8. Ravi January 12, 2018 at 3:17 pm #

Awesome, to make the result more accurate. Thanks for putting all the loophole of Naive Bayes at a single place.

• Jason Brownlee January 13, 2018 at 5:27 am #

9. Vasanthi January 28, 2018 at 4:24 am #

It was tough initially. Now I got a clear pic of Navie Bayes . Can you give some practical example of Remove redundant feature.
Thank you .

• Jason Brownlee January 28, 2018 at 8:26 am #
10. Eliza March 22, 2018 at 11:06 pm #

Hello Mr.Jason
If I remove one feature that has the same value of another feature should I retrain the model ?

• Jason Brownlee March 23, 2018 at 6:07 am #

Yes.

11. Ravi August 8, 2018 at 8:28 am #

Great , It helped a lot.

• Jason Brownlee August 8, 2018 at 9:40 am #

12. prem August 13, 2018 at 7:02 pm #

Hi,

what could be the alpha value range in Naive Bayes algorithm for smoothing? Why can’t we apply Naive Bayes on negative values?

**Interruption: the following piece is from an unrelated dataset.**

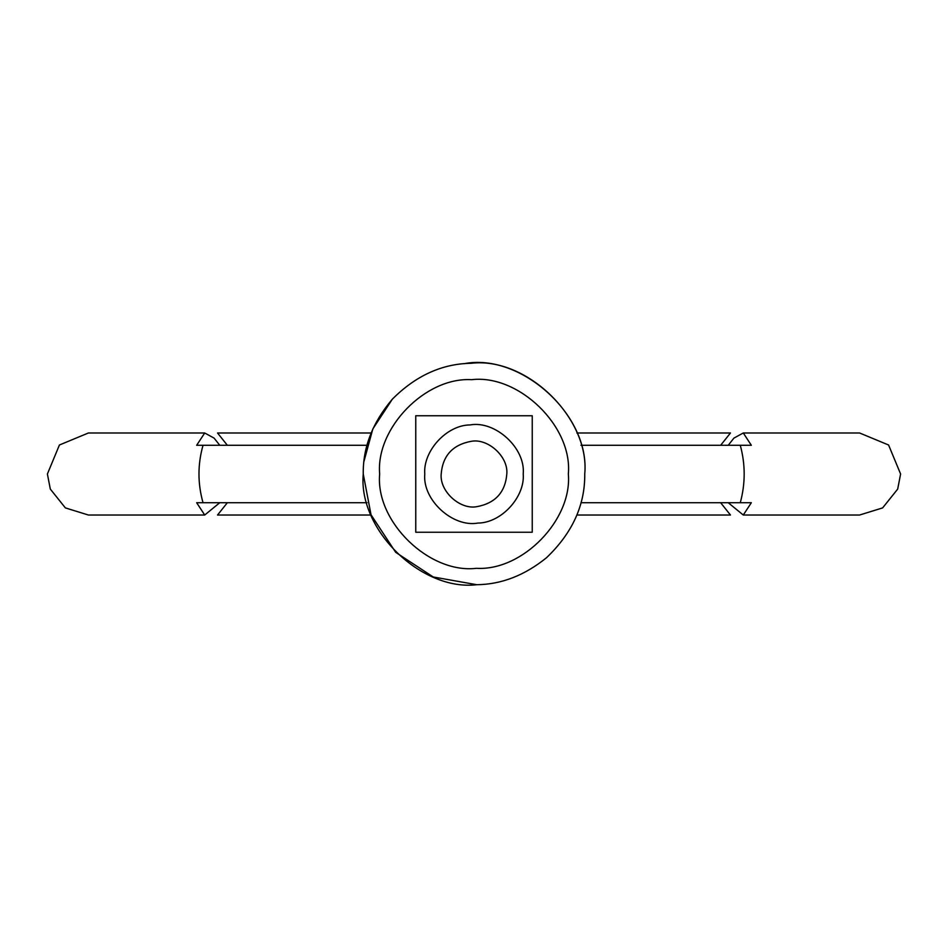 <?xml version="1.0" encoding="UTF-8"?>
<svg xmlns="http://www.w3.org/2000/svg" width="948" height="948" viewBox="0 0 948 948"><rect width="100%" height="100%" fill="white"/><g stroke="black" fill="none" stroke-linecap="round" stroke-linejoin="round"><path stroke-width="1.42" d="M471.429 441.282C488.054 438.225 508.448 456.616 506.813 474C505.26 492.45 495.176 503.352 476.571 506.718C459.946 509.775 439.552 491.384 441.187 474C442.74 455.55 452.824 444.648 471.429 441.282M470.137 424.929C495.081 420.343 525.678 447.918 523.225 474C525.097 496.716 501.563 522.988 477.863 523.071C452.919 527.657 422.322 500.082 424.775 474C422.903 451.284 446.437 425.012 470.137 424.929M546.475 557.756C524.611 575.436 501.385 584.43 476.785 584.715C421.611 591.374 358.071 530.027 363.25 474C362.859 447.444 372.564 422.512 392.342 399.179C415.781 375.669 442.064 363.7 471.215 363.285C526.389 356.626 589.929 417.973 584.75 474C585.082 505.177 572.319 533.096 546.475 557.756C572.319 533.096 585.082 505.177 584.75 474C590.308 414.786 520.452 352.62 464.093 363.688M363.973 461.38L372.825 428.946L392.342 399.179M476.785 584.715L433.236 576.976L395.683 552.317L371.024 514.764L363.25 474M367.03 445.287L196.663 445.287L204.709 432.987L88.413 432.987L59.416 445.003L47.4 474L50.315 489.085L65.376 507.903L88.413 515.025L204.709 515.025L196.663 502.713L367.03 502.713M728.23 445.287L733.93 438.094L743.291 432.987L859.587 432.987L888.584 445.003L900.6 474L897.685 489.085L882.624 507.903L859.587 515.025L743.291 515.025L728.23 502.713M743.291 432.987L751.337 445.287L580.97 445.287M580.97 502.713L751.337 502.713L743.291 515.025M204.709 432.987L214.07 438.094L219.77 445.287M219.77 502.713L204.709 515.025M415.757 415.757L415.757 532.243L532.243 532.243L532.243 415.757L415.757 415.757M471.63 379.686C518.627 374.022 572.746 426.268 568.338 474C572.355 519.646 522.715 571.099 476.37 568.314C429.373 573.978 375.254 521.732 379.662 474C375.645 428.354 425.285 376.901 471.63 379.686M227.354 502.713L217.53 515.025L371.13 515.025M217.53 432.987L227.354 445.287M720.646 502.713L730.47 515.025L576.87 515.025M576.882 432.987L730.47 432.987L720.646 445.287M740.281 445.287C745.472 464.425 745.472 483.563 740.281 502.713M203.026 502.713C197.622 483.563 197.622 464.425 203.026 445.287M217.542 432.987L371.118 432.987"/></g></svg>

13. Ravi Gurnatham August 21, 2018 at 2:10 pm #

Hello Dr. Jason,

Can I apply log-loss metric on naive bayes model performance while using log-probabilities because if we use log-probabilities then it gives real values but log-loss expects values from [0,1].

• Jason Brownlee August 21, 2018 at 2:18 pm #

I don’t follow, what is the problem you are having exactly?

14. Mudi September 7, 2018 at 1:49 am #

Hi,
The model has feature vectors with both label 0 and 1. I want to use Naive Bayes to predict a feature given positive labels, say 0. How to do that?

15. Khoa Ng April 27, 2019 at 9:26 pm #

Hello, thank you for your great post.

I have an unrelated question about Naive Bayes: How can I predict unknown class with Naive Bayes? For example, only class A, B and C are trained. The data to be predicted has a class different than A, B and C. How can we calculate the probability to identify such case?

16. Richard June 10, 2019 at 7:08 am #

I was intrigued by the comment about numerical underflow, so I generated a series of non-zero pseudo-random numbers averaging 1% (range 0% to 2%) and compared the product to the exponential of the sum of the natural logarithms. When reaching about 133 of these values the product underflows using 64-bit (double-precision) floating point numbers, whilst the sum of the logarithms is fine.

The smallest non-zero 64-bit float is approx 2e-308, my random values had an average ln of -5.3, ln(2e-308)/5.3 = 133 and indeed the product then becomes at the count.

So this helps us quantify when this problem might occur and when the CPU overhead of using logarithms only becomes worthwhile (say over 100+ input variables for 64-bit floats, and only 16 inputs for 32-bit floats).

• Jason Brownlee June 10, 2019 at 7:39 am #

Nice one!

It’s almost a golden rule to work with log probs when modeling, and to add an epsilon when logging a probability.